In an effort to address this disconnect, I have developed a textbook for a two-semester, sophomore-level course in Organic Chemistry in which biological chemistry takes center stage. For the most part, the text covers the core concepts of organic structure, structure determination, and reactivity in the standard order. What is different is the context: biological chemistry is fully integrated into the explanation of central principles, and as much as possible the in-chapter and end-of-chapter problems are taken from the biochemical literature. Many laboratory synthesis reactions are also covered, generally in parallel with their biochemical counterparts - but it is intentionally the biological chemistry that comes first.
About the Contributors
Tim Soderberg teaches Organic and Bioorganic Chemistry at UMM, as well as General Chemistry labs.
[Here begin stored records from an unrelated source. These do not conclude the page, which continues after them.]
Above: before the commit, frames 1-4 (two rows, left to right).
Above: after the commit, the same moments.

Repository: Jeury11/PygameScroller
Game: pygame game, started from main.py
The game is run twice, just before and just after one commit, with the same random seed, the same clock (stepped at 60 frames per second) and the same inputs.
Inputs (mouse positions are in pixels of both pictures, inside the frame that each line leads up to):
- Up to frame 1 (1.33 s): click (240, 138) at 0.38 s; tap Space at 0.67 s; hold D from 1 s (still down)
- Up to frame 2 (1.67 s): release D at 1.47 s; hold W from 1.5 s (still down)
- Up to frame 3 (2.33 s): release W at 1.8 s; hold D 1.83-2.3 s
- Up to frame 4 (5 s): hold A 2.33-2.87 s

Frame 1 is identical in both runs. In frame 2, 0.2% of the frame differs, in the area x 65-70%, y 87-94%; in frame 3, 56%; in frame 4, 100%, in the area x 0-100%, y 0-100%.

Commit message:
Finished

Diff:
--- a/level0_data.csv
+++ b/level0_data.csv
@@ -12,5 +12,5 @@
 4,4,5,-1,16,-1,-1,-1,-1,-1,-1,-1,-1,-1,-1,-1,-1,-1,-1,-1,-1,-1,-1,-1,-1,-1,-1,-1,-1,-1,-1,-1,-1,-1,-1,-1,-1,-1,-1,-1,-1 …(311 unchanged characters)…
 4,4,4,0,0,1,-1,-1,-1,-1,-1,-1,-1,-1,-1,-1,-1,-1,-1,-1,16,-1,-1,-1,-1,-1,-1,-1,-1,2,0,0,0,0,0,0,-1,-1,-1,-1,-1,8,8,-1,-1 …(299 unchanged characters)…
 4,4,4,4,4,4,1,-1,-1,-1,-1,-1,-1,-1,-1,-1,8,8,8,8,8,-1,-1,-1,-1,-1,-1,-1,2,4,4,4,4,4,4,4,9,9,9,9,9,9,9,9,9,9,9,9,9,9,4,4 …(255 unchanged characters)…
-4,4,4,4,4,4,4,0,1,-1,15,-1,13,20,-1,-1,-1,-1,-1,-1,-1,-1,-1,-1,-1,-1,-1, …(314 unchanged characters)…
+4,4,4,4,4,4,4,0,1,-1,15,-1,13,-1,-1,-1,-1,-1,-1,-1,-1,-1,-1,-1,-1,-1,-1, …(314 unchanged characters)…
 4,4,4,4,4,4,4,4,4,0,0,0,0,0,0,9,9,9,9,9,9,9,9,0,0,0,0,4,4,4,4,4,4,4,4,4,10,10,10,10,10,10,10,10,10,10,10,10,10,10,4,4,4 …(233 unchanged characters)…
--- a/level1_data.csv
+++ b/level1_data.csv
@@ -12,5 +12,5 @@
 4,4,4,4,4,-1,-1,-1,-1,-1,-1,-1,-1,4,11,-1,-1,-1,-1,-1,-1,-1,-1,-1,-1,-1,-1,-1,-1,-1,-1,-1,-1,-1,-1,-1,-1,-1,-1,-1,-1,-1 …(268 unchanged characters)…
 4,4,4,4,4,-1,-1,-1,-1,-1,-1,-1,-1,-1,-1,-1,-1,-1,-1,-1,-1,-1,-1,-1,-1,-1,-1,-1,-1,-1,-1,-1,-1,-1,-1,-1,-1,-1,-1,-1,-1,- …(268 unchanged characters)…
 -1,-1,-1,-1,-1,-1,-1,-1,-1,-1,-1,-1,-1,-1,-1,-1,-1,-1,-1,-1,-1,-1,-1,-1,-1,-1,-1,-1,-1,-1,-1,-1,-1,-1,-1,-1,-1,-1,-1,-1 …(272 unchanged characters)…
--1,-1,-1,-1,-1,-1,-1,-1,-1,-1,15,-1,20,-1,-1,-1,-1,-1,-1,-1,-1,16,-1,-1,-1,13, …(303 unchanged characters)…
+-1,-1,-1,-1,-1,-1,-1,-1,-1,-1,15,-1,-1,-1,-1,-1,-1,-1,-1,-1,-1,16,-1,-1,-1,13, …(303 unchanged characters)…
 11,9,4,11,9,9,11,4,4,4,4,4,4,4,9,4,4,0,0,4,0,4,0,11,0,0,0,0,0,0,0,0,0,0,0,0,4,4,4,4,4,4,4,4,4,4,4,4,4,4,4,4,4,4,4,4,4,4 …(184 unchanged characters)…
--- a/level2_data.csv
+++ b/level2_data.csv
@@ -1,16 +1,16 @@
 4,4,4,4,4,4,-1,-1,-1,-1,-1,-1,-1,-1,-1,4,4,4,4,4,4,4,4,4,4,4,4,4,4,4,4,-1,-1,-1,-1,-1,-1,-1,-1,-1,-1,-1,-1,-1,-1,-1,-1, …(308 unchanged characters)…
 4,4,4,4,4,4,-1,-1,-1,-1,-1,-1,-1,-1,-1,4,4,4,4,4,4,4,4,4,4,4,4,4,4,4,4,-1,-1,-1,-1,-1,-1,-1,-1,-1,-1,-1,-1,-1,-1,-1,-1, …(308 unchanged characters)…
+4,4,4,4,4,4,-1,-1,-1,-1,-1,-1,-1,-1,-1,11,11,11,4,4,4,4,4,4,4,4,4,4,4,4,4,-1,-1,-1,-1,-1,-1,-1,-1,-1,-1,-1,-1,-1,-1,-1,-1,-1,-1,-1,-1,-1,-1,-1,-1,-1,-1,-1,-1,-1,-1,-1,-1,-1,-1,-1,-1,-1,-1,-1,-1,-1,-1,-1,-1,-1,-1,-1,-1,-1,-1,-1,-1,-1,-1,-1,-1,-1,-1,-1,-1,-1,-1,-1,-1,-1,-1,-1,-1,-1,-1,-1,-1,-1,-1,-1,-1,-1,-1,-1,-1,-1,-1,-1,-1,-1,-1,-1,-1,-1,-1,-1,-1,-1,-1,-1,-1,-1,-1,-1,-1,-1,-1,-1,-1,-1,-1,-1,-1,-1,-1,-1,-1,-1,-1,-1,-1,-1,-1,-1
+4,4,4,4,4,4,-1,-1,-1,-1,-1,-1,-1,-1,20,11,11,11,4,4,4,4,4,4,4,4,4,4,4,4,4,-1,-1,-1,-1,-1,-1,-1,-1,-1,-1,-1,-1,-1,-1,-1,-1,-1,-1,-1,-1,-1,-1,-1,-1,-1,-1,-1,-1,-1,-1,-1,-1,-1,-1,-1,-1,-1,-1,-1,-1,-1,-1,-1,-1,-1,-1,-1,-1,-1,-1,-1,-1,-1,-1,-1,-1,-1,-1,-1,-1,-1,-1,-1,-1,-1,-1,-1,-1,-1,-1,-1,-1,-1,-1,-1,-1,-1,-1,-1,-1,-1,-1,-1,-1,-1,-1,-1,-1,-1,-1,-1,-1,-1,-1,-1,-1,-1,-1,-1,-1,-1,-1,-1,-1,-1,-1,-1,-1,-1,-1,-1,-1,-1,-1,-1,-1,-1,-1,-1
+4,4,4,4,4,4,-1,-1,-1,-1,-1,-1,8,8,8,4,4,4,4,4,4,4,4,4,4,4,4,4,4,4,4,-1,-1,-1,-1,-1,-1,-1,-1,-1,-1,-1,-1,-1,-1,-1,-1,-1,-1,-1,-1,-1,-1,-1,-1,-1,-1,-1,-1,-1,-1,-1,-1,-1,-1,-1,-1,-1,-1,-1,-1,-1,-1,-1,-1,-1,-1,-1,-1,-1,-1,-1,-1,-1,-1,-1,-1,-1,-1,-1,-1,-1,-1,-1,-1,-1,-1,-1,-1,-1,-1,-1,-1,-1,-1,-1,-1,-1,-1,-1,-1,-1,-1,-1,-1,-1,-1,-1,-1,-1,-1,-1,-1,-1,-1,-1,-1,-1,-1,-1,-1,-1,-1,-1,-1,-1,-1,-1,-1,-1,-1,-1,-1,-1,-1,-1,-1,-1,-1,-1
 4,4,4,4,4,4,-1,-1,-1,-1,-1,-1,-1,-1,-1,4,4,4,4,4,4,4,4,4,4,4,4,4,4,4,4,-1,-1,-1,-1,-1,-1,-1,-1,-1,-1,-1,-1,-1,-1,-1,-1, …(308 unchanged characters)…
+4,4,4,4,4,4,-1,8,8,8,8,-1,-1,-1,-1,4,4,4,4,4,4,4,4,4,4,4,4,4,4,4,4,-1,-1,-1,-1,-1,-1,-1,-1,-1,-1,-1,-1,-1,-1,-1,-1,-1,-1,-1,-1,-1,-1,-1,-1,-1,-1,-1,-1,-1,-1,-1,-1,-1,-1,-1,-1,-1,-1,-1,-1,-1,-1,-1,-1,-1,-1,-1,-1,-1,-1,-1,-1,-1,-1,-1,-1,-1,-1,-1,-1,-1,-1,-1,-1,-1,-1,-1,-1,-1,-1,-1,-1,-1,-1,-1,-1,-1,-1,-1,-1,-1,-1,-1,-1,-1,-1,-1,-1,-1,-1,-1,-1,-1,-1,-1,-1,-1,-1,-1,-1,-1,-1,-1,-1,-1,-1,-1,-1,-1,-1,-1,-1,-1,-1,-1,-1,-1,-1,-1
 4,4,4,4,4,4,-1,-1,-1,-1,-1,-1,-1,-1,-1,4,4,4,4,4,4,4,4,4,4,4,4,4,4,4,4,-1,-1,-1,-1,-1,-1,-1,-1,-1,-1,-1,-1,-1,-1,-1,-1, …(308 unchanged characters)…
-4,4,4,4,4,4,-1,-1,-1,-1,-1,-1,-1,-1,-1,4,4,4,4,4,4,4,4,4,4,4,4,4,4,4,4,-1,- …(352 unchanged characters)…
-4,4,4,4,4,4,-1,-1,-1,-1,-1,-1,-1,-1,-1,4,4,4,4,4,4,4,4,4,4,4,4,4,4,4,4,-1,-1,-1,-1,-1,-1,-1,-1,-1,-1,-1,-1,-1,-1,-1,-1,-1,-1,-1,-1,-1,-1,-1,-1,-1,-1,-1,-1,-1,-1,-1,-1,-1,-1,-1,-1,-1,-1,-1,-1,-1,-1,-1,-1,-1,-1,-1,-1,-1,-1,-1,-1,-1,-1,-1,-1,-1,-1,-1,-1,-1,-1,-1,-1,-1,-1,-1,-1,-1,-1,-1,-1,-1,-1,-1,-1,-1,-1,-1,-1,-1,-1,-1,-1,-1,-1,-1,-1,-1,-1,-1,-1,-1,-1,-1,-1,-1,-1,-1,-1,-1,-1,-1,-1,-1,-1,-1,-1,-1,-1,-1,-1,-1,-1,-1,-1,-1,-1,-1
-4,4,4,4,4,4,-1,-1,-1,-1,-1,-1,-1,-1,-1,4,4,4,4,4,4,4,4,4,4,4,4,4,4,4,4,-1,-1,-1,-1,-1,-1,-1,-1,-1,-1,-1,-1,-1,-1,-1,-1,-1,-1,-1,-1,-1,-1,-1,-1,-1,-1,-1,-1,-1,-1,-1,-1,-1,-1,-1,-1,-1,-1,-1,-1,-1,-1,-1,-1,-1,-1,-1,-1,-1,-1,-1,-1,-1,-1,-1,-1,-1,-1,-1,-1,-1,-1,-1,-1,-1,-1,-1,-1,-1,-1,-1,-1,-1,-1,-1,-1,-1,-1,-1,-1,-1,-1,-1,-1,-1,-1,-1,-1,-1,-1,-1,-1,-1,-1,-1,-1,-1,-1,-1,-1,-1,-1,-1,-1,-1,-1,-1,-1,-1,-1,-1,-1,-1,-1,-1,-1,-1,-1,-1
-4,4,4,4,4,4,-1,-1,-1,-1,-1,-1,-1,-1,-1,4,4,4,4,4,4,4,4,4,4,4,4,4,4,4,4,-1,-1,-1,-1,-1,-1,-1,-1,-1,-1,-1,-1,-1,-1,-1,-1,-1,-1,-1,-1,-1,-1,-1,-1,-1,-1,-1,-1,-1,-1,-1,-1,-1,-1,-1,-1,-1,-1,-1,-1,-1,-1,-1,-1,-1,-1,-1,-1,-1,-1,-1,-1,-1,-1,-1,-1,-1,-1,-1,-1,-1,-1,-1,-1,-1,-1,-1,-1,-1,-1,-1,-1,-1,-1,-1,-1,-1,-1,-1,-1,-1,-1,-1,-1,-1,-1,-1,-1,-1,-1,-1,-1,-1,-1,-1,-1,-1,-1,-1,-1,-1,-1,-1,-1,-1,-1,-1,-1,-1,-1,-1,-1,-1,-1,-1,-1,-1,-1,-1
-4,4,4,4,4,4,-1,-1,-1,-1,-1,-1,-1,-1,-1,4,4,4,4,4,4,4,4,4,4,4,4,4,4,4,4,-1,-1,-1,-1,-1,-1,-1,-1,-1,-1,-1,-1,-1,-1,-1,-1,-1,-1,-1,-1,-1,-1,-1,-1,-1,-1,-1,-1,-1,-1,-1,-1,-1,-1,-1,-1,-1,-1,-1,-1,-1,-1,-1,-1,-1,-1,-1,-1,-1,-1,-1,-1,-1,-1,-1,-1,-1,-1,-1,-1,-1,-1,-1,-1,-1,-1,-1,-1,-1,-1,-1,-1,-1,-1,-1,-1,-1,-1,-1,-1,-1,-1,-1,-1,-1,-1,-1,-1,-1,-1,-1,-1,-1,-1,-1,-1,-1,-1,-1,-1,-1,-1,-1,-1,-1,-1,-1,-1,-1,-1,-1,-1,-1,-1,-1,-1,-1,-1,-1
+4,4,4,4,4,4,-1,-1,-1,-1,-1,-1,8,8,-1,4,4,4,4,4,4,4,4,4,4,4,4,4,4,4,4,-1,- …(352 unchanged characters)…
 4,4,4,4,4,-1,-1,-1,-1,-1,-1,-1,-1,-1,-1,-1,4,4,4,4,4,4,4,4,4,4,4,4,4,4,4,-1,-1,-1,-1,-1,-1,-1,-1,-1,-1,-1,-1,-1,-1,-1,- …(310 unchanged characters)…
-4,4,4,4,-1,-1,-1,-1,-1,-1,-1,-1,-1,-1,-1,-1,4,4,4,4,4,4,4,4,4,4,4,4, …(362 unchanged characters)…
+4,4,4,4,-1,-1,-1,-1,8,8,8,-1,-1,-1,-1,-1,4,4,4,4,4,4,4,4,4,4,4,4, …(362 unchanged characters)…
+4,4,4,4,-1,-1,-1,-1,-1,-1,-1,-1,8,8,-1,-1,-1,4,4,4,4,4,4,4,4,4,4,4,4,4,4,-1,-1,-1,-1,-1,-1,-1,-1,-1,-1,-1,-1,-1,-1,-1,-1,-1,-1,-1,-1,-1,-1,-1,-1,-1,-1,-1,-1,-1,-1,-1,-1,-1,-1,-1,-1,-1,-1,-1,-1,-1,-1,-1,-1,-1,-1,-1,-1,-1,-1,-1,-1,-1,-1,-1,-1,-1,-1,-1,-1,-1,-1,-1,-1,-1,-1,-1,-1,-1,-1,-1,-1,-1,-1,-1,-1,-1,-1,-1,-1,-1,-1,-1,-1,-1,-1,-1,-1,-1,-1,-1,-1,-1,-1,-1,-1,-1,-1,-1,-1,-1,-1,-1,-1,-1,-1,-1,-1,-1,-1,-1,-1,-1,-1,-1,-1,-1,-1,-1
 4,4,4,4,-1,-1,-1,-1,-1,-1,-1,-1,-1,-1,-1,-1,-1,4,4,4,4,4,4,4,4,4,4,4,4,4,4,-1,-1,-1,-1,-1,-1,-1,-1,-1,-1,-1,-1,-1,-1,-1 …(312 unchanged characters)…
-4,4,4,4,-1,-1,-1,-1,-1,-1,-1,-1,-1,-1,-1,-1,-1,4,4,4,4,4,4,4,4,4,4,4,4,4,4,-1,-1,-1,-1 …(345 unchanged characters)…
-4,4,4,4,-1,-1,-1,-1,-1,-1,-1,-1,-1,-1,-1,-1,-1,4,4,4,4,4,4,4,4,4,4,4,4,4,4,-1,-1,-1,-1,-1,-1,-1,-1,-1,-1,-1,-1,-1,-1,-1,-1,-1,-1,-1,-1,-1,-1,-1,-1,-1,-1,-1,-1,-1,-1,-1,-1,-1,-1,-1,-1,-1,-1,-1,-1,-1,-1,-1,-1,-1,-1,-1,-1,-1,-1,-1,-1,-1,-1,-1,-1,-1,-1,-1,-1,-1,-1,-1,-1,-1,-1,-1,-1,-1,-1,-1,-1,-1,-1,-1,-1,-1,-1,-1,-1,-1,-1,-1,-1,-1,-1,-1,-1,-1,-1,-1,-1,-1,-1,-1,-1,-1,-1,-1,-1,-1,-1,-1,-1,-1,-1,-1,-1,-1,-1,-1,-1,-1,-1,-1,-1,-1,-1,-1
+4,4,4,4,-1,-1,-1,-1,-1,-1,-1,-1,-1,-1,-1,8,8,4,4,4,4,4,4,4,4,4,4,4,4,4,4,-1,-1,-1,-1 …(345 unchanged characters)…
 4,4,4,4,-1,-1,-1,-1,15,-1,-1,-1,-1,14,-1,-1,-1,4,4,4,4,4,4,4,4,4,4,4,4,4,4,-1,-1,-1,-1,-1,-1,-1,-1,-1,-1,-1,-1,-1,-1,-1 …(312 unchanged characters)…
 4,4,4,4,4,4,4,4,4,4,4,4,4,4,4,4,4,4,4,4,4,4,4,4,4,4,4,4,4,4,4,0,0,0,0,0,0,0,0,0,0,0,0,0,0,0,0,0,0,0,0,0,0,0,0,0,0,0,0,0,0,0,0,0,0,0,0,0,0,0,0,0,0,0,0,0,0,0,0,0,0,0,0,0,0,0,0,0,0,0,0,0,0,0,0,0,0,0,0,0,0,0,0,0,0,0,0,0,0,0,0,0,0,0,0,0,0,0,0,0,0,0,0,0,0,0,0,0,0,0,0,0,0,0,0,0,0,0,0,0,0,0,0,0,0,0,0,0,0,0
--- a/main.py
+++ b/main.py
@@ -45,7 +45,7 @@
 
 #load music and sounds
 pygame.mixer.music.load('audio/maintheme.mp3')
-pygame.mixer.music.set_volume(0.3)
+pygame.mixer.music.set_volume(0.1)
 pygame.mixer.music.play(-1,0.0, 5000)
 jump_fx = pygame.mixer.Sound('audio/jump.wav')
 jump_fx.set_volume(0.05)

He received a B.A. in English from Amherst College in 1987, and a California teaching credential from San Francisco State University in 1989. After teaching English as a Second Language in Tokyo, Japan for about five years, he returned to the United States and enrolled at Sonoma State University where he completed all of the undergraduate Chemistry, Calculus, and Physics courses necessary to enter a graduate Chemistry program. He came to UMM in the Fall of 2000 after receiving his Ph.D. in Biological Chemistry from the University of Utah under the direction of Professor C. Dale Poulter. His graduate research focused on the enzymology of two prenyltransferase enzymes: one that modifies tRNA, and one that is involved in the early biosynthesis of ether-linked membrane lipids in archaea. His research at UMM focused on characterization of enzymes in the pentose phosphate pathway in Archaea.